Former President David Granger, speaking on his weekly programme – the Public Interest – cited evidence that the colonial administration imposed burdensome taxes on villagers to pay for local public works − particularly dams, bridges, roads, drainage, irrigation, and sea defences. Peasant farming became impossible during floods in the low, flat East Demerara and West Berbice coastland without drainage control. Further, as indentured immigrants quit the plantations after their contracts ended, they entered retail business where they competed against African-Guyanese hucksters, traders and vendors.
Economic hardship was the main cause of most of the protests from the post-Emancipation to the immediate pre-Independence period (about 125 years). The ‘Angel Gabriel’ protest (1856), for example, was caused by high food prices and burdensome taxation. Anger exploded in attacks on Portuguese-owned shops which were blamed for everyday food costs. The Berbice-Demerara ‘Rates War’ (1863-64), similarly, erupted as a protest against high taxation which villagers – starting in Buxton-Friendship but spreading to Agricola and Ithaca villages – refused to pay.
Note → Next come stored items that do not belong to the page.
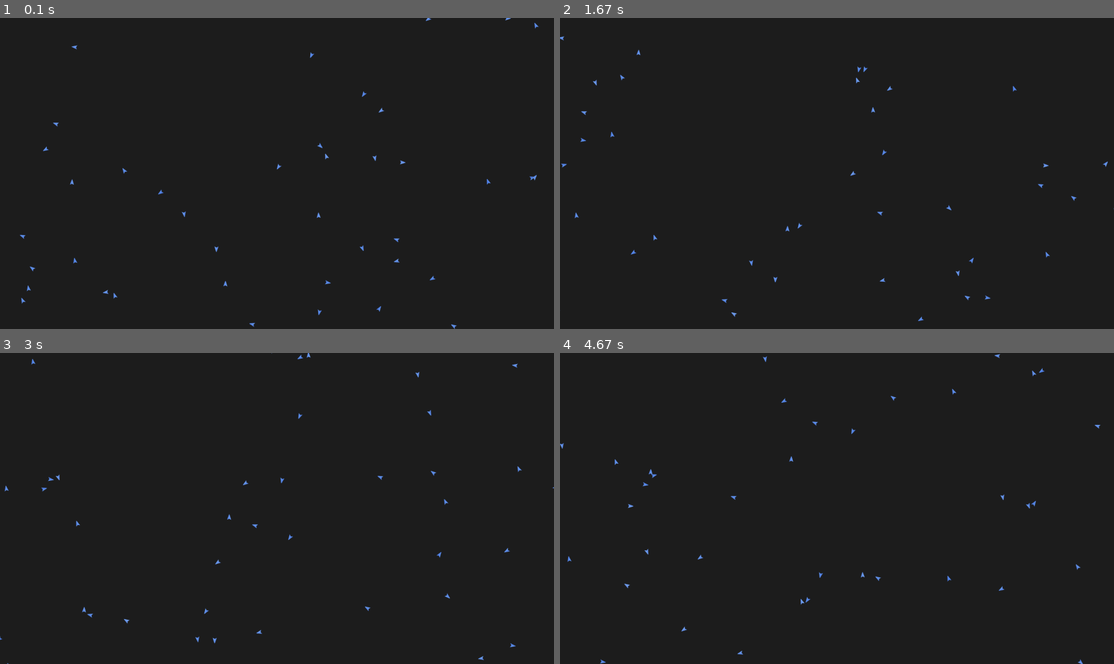
Above: before the commit, frames 1-4 (two rows, left to right).
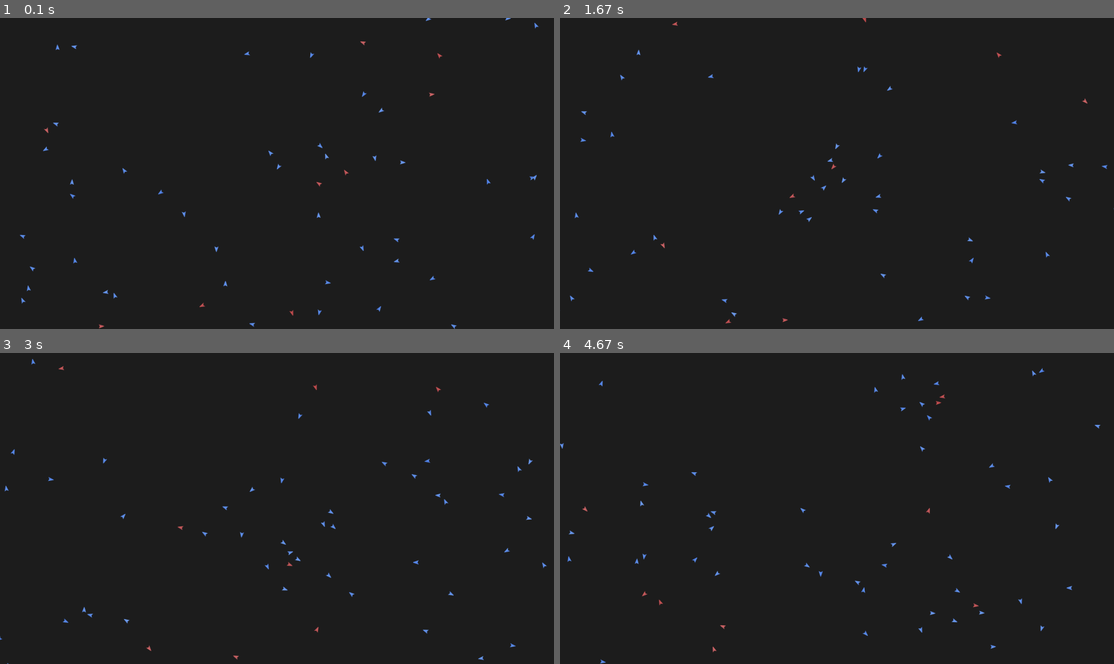
Above: after the commit, the same moments.

Repository: hadook/pygame-boids
Game: pygame game, started from src/app.py
Two runs of this game, one before a commit and one after it. Both use one fixed random seed, a clock stepped at 60 frames per second and the inputs below.
Inputs (mouse positions are in pixels of both pictures, inside the frame that each line leads up to):
- Up to frame 1 (0.1 s): no input
- Up to frame 2 (1.67 s): hold Right 0.33-0.8 s; move the mouse to (814, 185) at 0.37 s; hold Right 0.83-1.3 s; move the mouse to (1014, 164) at 0.87 s; hold Left from 1.33 s (still down); move the mouse to (842, 195) at 1.37 s
- Up to frame 3 (3 s): release Left at 1.87 s; hold Left 1.9-2.3 s; move the mouse to (144, 511) at 1.93 s; hold Right 2.33-2.97 s; move the mouse to (332, 576) at 2.37 s
- Up to frame 4 (4.67 s): hold Left 3-3.47 s; move the mouse to (665, 580) at 3.03 s; hold Right 3.5-3.97 s; move the mouse to (920, 399) at 3.53 s; hold Right 4-4.47 s; move the mouse to (1041, 617) at 4.03 s; hold Left from 4.5 s (still down); move the mouse to (903, 536) at 4.53 s

The runs differ from the first frame. In frame 1, 0.1% of the frame differs, in the area x 7-97%, y 7-100%; in frame 2, 0.4%; in frame 3, 0.5%; in frame 4, 0.7%, in the area x 1-95%, y 0-100%.

Commit message:
Code clean-up.

Diff:
--- a/src/app.py
+++ b/src/app.py
@@ -13,8 +13,13 @@
     flock = pygame.sprite.Group()
     boids = []
 
-    for i in range(44):
+    for i in range(50):
         boid = Boid()
+        boids.append(boid)
+        flock.add(boid)
+
+    for i in range(10):
+        boid = Boid(pygame.Color('indianred'))
         boids.append(boid)
         flock.add(boid)
 
@@ -24,21 +29,10 @@
                 pygame.quit()
                 sys.exit()
 
-        # # seek
-        # if pygame.mouse.get_pressed()[0] == True:
-        #     target = Vector(pygame.mouse.get_pos())
-        #     for boid in boids:
-        #         boid.seek(target)
-
-            # if event.type == pygame.KEYDOWN:
-            #     if event.key == pygame.K_SPACE:
-            #         boid.reset()
-
-        # keys = pygame.key.get_pressed()
-        # if keys[pygame.K_LEFT]:
-        #     boid.turn_left()
-        # if keys[pygame.K_RIGHT]:
-        #     boid.turn_right()
+        if pygame.mouse.get_focused():
+            target = Vector(pygame.mouse.get_pos())
+            for b in boids:
+                b.seek(target)
 
         screen.fill((30, 30, 30))
         flock.update()

The Former President argued that deep-seated, long-standing grievances against high taxation, low wages and economic hardship were the root causes of the Georgetown protests (1905). The Ruimveldt protest (1924), erupted after the British Guiana East Indian Association and the British Guiana Labour Union mobilised thousands of plantation and waterfront workers to protest against low wages, poor working conditions and economic hardship in the post-World War economic depression. The Bourda protests (1930s) were a public campaign waged by Rev. C N Smith − also known as the ‘Bourda Green Bishop’ – who led the so-called ‘Church Army’ against unemployment and economic hardship on behalf of the city’s poor.
Mr. Granger stated that the British Guiana Trades Union Council (BGTUC) called a general strike in 1962 to protest low salaries and measures for increased taxation and compulsory savings proposed in the PPP administration’s ‘Kaldor’ budget. The BGTUC called another general strike (1963) against measures in the PPP administration’s ‘Labour Relation Bill’ which could alter the method of trade union recognition in the sugar industry.
African-Guyanese protests, the former President said, were aimed mainly at alleviating economic hardship. He posited that economic justice could be assured by enhancing education about the history and experiences of all ethnic groups; empowering institutions and enforcing laws to allow local democratic organs to function without domination and improving employment opportunities for young people affected by economic hardship. These modern measures could avoid protests by creating the conditions for present-day Guyanese to enjoy a good life.